Pap sat upon the porch, his mouth filled with chewing-tobacco and his heart filled with vast content.

Skeeter Butts spoke. “Pap is you saw anything of Sugar Sibley?”

“Suttinly,” Pap answered. “She’s layin’ in my cabin on de bed, takin’ a little nap.”

“You ain’t married to her, is you?” Skeeter asked after a moment of meditation.

“Who? Me?” Pap Curtain roared. “Naw! Sugar is my gal! _I’m her daddy!_ Don’t you remember my gal, Skeeter? Dey used to call her Sweet befo’ her maw lef’ me an’ went down to Baton Rouge.”

Skeeter did not answer, and the gloomy procession moved on. Finally Skeeter Butts mumbled:

“Yes, I remembers dat gal when she warn’t more’n hawn-high to a billy-goat. But I’s had expe’unce dis day dat eve’thing ain’t sweet whut’s called Sugar!”

Every Pose a Picture

I

AN ALL-COON CAST

Mr. Shirley Rouke was one of the first-born sons of the silent drama.

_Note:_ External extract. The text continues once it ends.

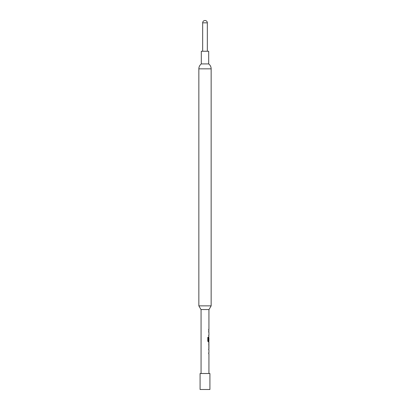 <?xml version="1.0" encoding="UTF-8"?>
<svg xmlns="http://www.w3.org/2000/svg" width="410" height="410" viewBox="0 0 410 410"><rect width="100%" height="100%" fill="white"/><g stroke="black" fill="none" stroke-linecap="round" stroke-linejoin="round"><path stroke-width="0.61" d="M207.337 51.25L207.337 22.837L202.663 22.837L202.663 51.25M208.69 63.919L201.31 63.919L201.31 51.25L208.69 51.25L208.69 63.919A6.15 6.15 0 0 1 211.15 68.839L198.85 68.839L198.85 305.86L211.15 305.86L211.15 68.839M211.15 305.86L209.018 309.55L200.982 309.55L198.85 305.86M200.08 389.5L209.92 389.5L209.92 373.51L200.08 373.51L200.08 389.5M208.936 373.51L208.936 353.733L208.659 353.733L208.813 352.831L208.659 353.733M208.659 352.831L208.936 352.831L208.936 349.786L208.659 349.786L208.813 348.884L208.659 349.786M208.659 348.884L208.936 348.884L208.936 347.859M208.885 343.006L208.885 347.859M208.936 343.006L208.936 341.981L208.316 341.981L208.813 341.981L208.813 340.982M208.352 340.92L208.352 337.343L207.793 337.343L207.793 341.14L208.316 341.981M208.382 340.982L208.936 340.982L208.936 337.937L208.659 340.566L208.895 337.994M208.813 337.215L208.659 340.566M208.767 337.133L208.936 336.108L208.659 336.108L208.813 335.201L208.659 336.108M208.659 335.201L208.936 335.201L208.936 332.156L208.659 332.156L208.813 331.254L208.659 332.156M208.659 331.254L208.936 331.254L208.813 329.327L208.659 330.229M208.659 329.327L208.936 329.327L208.936 309.55M201.064 373.51L201.064 309.55M208.895 343.969L208.936 346.952L208.9 343.913M208.244 340.92L208.244 337.343L207.793 337.343M208.895 346.896L208.772 343.969M201.31 63.919A6.15 6.15 0 0 0 198.85 68.839M207.337 22.837A2.337 2.337 0 0 0 205 20.5A2.337 2.337 0 0 0 202.663 22.837M208.813 337.937L208.813 337.21M208.813 347.777L208.813 346.952M208.813 343.913L208.813 343.088"/></g></svg>

The first moving picture ever thrown upon a screen in the city of New Orleans was projected by the capable hand of this red-headed Irishman.

In the famous resort known as West End, on Lake Pontchartrain, half of the inhabitants of the Crescent City assembled to watch the revelation of a two-hundred foot film which showed a man walking down the street, a dog trotting across the street and a horse and buggy going up the street!

Thrilled by this vision, the people roared their applause until the porpoises sporting far out in the lake dived for deep water.